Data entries
#####

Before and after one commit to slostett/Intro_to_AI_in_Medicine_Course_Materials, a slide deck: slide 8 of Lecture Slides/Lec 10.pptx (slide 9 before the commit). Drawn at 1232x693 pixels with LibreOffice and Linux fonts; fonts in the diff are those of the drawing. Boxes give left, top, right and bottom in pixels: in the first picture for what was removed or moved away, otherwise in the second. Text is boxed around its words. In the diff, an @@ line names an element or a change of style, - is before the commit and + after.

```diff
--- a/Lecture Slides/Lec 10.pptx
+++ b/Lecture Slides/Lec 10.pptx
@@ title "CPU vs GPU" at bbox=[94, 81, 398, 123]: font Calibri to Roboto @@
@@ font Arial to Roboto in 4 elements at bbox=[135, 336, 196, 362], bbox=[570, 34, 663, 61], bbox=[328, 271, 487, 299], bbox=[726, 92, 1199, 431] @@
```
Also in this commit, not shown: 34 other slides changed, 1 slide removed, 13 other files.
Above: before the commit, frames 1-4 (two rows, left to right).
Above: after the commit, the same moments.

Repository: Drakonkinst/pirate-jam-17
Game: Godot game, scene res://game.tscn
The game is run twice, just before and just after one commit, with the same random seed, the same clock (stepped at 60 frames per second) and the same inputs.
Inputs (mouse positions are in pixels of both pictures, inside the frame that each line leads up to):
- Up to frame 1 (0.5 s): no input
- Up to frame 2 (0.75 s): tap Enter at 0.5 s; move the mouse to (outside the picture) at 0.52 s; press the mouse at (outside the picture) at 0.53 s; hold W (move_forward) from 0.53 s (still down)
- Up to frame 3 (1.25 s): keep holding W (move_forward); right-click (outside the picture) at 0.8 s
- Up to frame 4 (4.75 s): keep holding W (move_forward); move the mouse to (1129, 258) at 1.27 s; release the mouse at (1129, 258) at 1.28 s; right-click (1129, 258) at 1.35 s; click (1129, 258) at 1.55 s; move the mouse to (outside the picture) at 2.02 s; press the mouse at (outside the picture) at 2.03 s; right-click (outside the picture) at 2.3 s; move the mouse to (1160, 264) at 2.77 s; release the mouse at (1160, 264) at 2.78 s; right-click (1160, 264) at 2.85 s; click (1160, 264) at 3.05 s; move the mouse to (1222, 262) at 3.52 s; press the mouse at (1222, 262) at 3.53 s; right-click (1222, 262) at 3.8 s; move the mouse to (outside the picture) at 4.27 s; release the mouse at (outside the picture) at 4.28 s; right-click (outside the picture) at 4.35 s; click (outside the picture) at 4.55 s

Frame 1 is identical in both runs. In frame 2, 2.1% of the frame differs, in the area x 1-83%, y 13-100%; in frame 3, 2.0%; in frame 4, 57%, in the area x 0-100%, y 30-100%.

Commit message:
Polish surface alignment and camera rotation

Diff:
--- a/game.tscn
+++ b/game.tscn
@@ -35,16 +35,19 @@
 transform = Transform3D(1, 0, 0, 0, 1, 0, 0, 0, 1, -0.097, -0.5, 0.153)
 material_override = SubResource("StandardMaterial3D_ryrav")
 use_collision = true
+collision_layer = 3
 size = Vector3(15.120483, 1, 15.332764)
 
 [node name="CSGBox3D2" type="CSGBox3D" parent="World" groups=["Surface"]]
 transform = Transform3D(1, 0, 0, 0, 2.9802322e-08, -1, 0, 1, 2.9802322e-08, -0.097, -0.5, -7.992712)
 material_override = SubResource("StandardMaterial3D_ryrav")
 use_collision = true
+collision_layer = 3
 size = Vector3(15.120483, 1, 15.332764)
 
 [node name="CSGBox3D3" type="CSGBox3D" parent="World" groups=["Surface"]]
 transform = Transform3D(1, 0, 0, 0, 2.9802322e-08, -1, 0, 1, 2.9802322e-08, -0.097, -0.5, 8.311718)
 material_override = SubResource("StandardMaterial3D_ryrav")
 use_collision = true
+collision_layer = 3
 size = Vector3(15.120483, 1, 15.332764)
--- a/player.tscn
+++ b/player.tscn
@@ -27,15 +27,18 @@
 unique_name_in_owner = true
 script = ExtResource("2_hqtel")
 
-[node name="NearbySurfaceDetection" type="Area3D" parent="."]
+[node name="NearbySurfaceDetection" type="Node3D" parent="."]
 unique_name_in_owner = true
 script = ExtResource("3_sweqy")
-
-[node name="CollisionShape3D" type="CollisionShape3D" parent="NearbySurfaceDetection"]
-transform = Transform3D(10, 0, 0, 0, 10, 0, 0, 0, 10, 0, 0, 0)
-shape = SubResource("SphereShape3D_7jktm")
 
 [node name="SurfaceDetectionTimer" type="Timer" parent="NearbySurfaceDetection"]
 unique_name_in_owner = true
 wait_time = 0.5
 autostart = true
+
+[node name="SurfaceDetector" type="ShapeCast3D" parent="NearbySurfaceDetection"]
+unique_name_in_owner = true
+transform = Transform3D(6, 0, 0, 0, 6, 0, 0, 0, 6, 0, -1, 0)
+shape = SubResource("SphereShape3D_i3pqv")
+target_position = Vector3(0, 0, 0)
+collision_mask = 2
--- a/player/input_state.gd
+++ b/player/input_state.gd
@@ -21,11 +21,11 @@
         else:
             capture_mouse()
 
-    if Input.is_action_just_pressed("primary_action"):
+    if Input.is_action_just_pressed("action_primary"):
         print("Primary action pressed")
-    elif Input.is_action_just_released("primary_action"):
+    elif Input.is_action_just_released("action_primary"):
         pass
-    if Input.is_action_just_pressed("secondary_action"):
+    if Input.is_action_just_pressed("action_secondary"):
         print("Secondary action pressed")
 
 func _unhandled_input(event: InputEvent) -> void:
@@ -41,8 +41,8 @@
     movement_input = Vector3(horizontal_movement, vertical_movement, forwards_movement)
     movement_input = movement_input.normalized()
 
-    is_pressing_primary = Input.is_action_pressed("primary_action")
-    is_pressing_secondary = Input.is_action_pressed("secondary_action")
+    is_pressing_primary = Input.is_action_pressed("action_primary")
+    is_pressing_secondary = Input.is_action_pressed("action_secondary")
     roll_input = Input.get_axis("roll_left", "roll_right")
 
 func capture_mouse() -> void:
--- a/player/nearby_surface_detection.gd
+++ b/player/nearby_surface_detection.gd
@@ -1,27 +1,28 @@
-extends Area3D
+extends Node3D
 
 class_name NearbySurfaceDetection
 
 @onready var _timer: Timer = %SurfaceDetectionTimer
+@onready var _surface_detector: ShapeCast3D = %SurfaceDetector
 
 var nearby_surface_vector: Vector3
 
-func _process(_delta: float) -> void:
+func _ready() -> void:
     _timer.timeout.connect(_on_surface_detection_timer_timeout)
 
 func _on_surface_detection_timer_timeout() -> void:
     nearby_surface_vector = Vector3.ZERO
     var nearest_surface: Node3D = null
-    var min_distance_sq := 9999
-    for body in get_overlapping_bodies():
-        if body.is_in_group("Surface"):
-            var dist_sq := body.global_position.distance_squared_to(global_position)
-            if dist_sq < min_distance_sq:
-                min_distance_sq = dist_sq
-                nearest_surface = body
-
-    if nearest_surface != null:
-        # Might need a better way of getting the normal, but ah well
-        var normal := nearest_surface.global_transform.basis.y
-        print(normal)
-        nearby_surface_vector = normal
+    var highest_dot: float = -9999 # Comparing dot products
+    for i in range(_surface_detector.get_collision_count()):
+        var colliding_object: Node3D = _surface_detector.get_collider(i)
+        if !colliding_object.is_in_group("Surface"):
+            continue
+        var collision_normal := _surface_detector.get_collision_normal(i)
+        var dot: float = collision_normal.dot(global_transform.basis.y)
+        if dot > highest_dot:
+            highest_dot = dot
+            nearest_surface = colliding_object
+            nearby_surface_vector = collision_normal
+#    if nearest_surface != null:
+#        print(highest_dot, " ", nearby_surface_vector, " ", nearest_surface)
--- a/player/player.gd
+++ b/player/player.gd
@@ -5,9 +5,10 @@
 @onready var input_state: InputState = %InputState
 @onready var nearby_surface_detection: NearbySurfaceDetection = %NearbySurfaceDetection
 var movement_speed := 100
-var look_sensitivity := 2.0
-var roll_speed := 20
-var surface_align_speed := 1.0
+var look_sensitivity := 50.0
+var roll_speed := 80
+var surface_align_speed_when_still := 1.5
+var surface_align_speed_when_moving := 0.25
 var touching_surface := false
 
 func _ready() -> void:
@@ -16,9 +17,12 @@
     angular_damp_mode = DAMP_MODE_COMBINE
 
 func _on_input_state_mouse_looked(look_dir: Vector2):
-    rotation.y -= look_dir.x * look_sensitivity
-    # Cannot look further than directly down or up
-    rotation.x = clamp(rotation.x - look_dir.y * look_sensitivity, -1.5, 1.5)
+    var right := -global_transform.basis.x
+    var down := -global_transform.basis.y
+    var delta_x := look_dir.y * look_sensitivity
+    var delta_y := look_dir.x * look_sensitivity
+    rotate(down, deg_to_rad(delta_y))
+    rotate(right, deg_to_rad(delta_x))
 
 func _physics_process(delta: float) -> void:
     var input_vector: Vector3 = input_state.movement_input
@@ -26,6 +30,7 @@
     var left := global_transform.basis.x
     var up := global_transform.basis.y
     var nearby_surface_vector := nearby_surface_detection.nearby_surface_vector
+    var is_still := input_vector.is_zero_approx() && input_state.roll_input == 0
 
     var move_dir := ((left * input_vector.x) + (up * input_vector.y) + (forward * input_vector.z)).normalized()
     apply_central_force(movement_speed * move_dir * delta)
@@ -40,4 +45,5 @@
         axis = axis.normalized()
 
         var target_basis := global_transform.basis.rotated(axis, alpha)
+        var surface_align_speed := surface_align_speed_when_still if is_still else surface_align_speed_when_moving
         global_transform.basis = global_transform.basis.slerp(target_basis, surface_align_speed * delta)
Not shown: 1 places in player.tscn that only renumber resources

#####

ACTION ITEM
Here the output must be the lines above from the line with "nearby_surface_vector = collision_normal" to the line with "NearbySurfaceDetection = %NearbySurfaceDetection", both included, duplicated word for word and nothing else.

RESULT
+            nearby_surface_vector = collision_normal
+#    if nearest_surface != null:
+#        print(highest_dot, " ", nearby_surface_vector, " ", nearest_surface)
--- a/player/player.gd
+++ b/player/player.gd
@@ -5,9 +5,10 @@
 @onready var input_state: InputState = %InputState
 @onready var nearby_surface_detection: NearbySurfaceDetection = %NearbySurfaceDetection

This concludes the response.